Zeke's phone buzzed in his pocket again—another update from the hospital. Jenny was awake. Talking. His focus needed to be here, but his mind was already splitting, pulled back to that sterile room and the secrets she might be revealing.
The land was the future. But Jenny… Jenny was the key to surviving long enough to see it.
T.Lae then let out a slow, rattling laugh, relaxing back into his chair. "Hmm, Zeke. I'll admit, you're young, but you talk like you own the room. Don't you think you're being a bit… rude?" he said, the word hanging in the cigar-scented air.

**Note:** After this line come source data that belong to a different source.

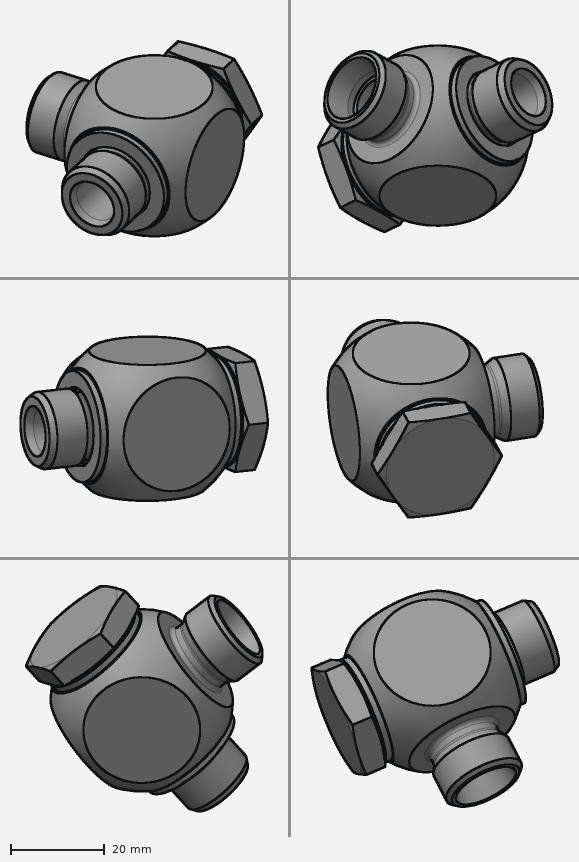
import cadquery as cq
import math

RELIEF_ANGLE = 30.0

CUBE_SIDE = 30.0
FLAT_DIAMETER = 25.0
BOLT_HOLE_DIAMETER = 17.0

STUB_LENGTH = 12.0
STUB_DIAMETER = 18.0
STUB_CHAMFER = 1.0
STUB_LAND_END = 4.65
NECK_DIAMETER = 15.7
NECK_FILLET = 1.0

CONE_MOUTH_DIAMETER = 14.2
TUBE_DIAMETER = 12.0
CONE_HALF_ANGLE = 12.0
TUBE_SEAT_DEPTH = 7.0
PASSAGE_DIAMETER = 10.0

RING_DIAMETER = 24.0
RING_THICKNESS = 1.5

HEX_ACROSS_FLATS = 24.0
HEX_CHAMFER_ANGLE = 15.0
HEX_CORNER_ANGLE = 30.0
BOLT_TOP = 22.55
COLLAR_THICKNESS = 0.5
BOLT_LENGTH = 49.0
SHANK_DIAMETER = 16.95
SHANK_START = -14.5
GROOVE_DIAMETER = 14.7
GROOVE_FILLET = 0.5
THREAD_DIAMETER = 16.65
THREAD_LENGTH = 8.58
THREAD_TIP_DIAMETER = 15.0
THREAD_CHAMFER_LENGTH = 1.45
BORE_MOUTH_DIAMETER = 10.9
BORE_DIAMETER = 10.0
BORE_TAPER_LENGTH = 1.95
BORE_DEPTH = 26.45
DRILL_POINT_HALF_ANGLE = 59.0

FACE = CUBE_SIDE / 2
SEAT = FACE + RING_THICKNESS
BOLT_END = BOLT_TOP - BOLT_LENGTH


def tangent(angle):
    return math.tan(math.radians(angle))


def add_relief(sketch, place, land_end, land_radius, wall, neck, fillet):
    """Continue a half section from the end of a land, down a taper, along a neck and up to a wall.

    `place` turns (distance along the axis, radius) into a point of the sketch. Both neck corners
    are rounded; the line ends where the last fillet meets the wall.
    """
    taper = math.radians(RELIEF_ANGLE)
    taper_end = land_end + (land_radius - neck) / math.tan(taper)
    reach = fillet * math.tan(taper / 2)
    center = neck + fillet
    neck_start = taper_end + reach
    neck_end = wall - fillet

    def on_fillet(arc_center, angle):
        return place(arc_center + fillet * math.sin(angle), center - fillet * math.cos(angle))

    return (
        sketch.lineTo(*on_fillet(neck_start, -taper))
        .threePointArc(on_fillet(neck_start, -taper / 2), place(neck_start, neck))
        .lineTo(*place(neck_end, neck))
        .threePointArc(on_fillet(neck_end, math.pi / 4), place(wall, center))
    )


def make_stub():
    """Turned stub along -X, reaching in to the centre of the ball."""
    end = -FACE - STUB_LENGTH
    radius = STUB_DIAMETER / 2
    neck = NECK_DIAMETER / 2
    land_end = -FACE - STUB_LAND_END
    outline = (
        cq.Workplane("XY")
        .moveTo(0, 0)
        .lineTo(end, 0)
        .lineTo(end, radius - STUB_CHAMFER)
        .lineTo(end + STUB_CHAMFER, radius)
        .lineTo(land_end, radius)
    )
    outline = add_relief(outline, lambda along, out: (along, out), land_end, radius, -FACE, neck, NECK_FILLET)
    return outline.lineTo(0, neck + NECK_FILLET).close().revolve(360, (0, 0, 0), (1, 0, 0))


def stub_bore():
    """24-degree tube cone, tube seat and passage into the bolt hole."""
    end = -FACE - STUB_LENGTH
    mouth = CONE_MOUTH_DIAMETER / 2
    tube = TUBE_DIAMETER / 2
    passage = PASSAGE_DIAMETER / 2
    cone_length = (mouth - tube) / tangent(CONE_HALF_ANGLE)
    outline = [
        (0, 0),
        (end, 0),
        (end, mouth),
        (end + cone_length, tube),
        (end + TUBE_SEAT_DEPTH, tube),
        (end + TUBE_SEAT_DEPTH, passage),
        (0, passage),
    ]
    return cq.Workplane("XY").polyline(outline).close().revolve(360, (0, 0, 0), (1, 0, 0))


def make_housing():
    ball = cq.Workplane("XY").sphere(math.hypot(FACE, FLAT_DIAMETER / 2))
    body = ball.intersect(cq.Workplane("XY").box(CUBE_SIDE, CUBE_SIDE, CUBE_SIDE))
    body = body.union(make_stub())
    bolt_hole = cq.Workplane("XZ").circle(BOLT_HOLE_DIAMETER / 2).extrude(FACE, both=True)
    return body.cut(stub_bore()).cut(bolt_hole)


def make_ring(start_y):
    """Flat sealing ring from start_y toward +Y."""
    return (
        cq.Workplane("XZ", origin=(0, start_y, 0))
        .circle(RING_DIAMETER / 2)
        .circle(BOLT_HOLE_DIAMETER / 2)
        .extrude(-RING_THICKNESS)
    )


def hexagon_head():
    """Hexagon with its corners on +X and -X, both ends chamfered."""
    bottom = SEAT + COLLAR_THICKNESS
    flat = HEX_ACROSS_FLATS / 2
    corner = flat / math.cos(math.radians(HEX_CORNER_ANGLE))
    drop = (corner - flat) * tangent(HEX_CHAMFER_ANGLE)
    hexagon = cq.Workplane("XZ", origin=(0, bottom, 0)).polygon(6, 2 * corner).extrude(bottom - BOLT_TOP)
    outline = [
        (0, bottom),
        (flat, bottom),
        (corner, bottom + drop),
        (corner, BOLT_TOP - drop),
        (flat, BOLT_TOP),
        (0, BOLT_TOP),
    ]
    envelope = cq.Workplane("XY").polyline(outline).close().revolve(360, (0, 0, 0), (0, 1, 0))
    return hexagon.intersect(envelope)


def bolt_shaft():
    """Threaded end, thread relief, shank and collar, with X as the radius."""
    shank = SHANK_DIAMETER / 2
    thread = THREAD_DIAMETER / 2
    groove = GROOVE_DIAMETER / 2
    collar = RING_DIAMETER / 2
    thread_start = BOLT_END + THREAD_LENGTH
    outline = (
        cq.Workplane("XY")
        .moveTo(0, BOLT_END)
        .lineTo(THREAD_TIP_DIAMETER / 2, BOLT_END)
        .lineTo(thread, BOLT_END + THREAD_CHAMFER_LENGTH)
        .lineTo(thread, thread_start)
    )
    outline = add_relief(
        outline, lambda along, out: (out, along), thread_start, thread, SHANK_START, groove, GROOVE_FILLET
    )
    outline = (
        outline.lineTo(shank, SHANK_START)
        .lineTo(shank, SEAT)
        .lineTo(collar, SEAT)
        .lineTo(collar, SEAT + COLLAR_THICKNESS)
        .lineTo(0, SEAT + COLLAR_THICKNESS)
        .close()
    )
    return outline.revolve(360, (0, 0, 0), (0, 1, 0))


def bolt_bore():
    """Blind bore from the threaded end, tapered at its mouth and ending in a drill point."""
    radius = BORE_DIAMETER / 2
    bore_end = BOLT_END + BORE_DEPTH
    outline = [
        (0, BOLT_END),
        (BORE_MOUTH_DIAMETER / 2, BOLT_END),
        (radius, BOLT_END + BORE_TAPER_LENGTH),
        (radius, bore_end),
        (0, bore_end + radius / tangent(DRILL_POINT_HALF_ANGLE)),
    ]
    return cq.Workplane("XY").polyline(outline).close().revolve(360, (0, 0, 0), (0, 1, 0))


def make_bolt():
    return bolt_shaft().union(hexagon_head()).cut(bolt_bore())


housing = make_housing()
bolt = make_bolt()
rings = [make_ring(start_y) for start_y in (FACE, -SEAT)]

result = cq.Compound.makeCompound([housing.val(), bolt.val(), *[ring.val() for ring in rings]])

He folded his hands over his round stomach and crossed his legs, attempting to regain an air of ease. Still, Zeke could see it—the faint flush creeping up T.Lae neck, the slight tightening around his eyes. T.Lae felt embarrassed, and worse, unsettled.
He scoffed, trying to sound dismissive. "That land you want to acquire… do you even know its history? It wasn't just some random plot. It was community land. Sacred to some. Stolen from others. The paperwork might be clean, but the stories aren't. You think you can just build over that?"
Zeke didn't flinch. "I'm not building a memorial, T.Lae . I'm building an empire. And empires are never built on clean land." He leaned in, his voice dropping to a near whisper, cold and deliberate. "But if you'd rather I discuss those stories with the press, or perhaps with the heirs of the original owners who still have claim documents… then we can end this conversation here."
T.Lae smug facade cracked completely. The color drained from his face. Zeke had done his homework—far more than Sili had anticipated. This wasn't a negotiation anymore. It was a takeover.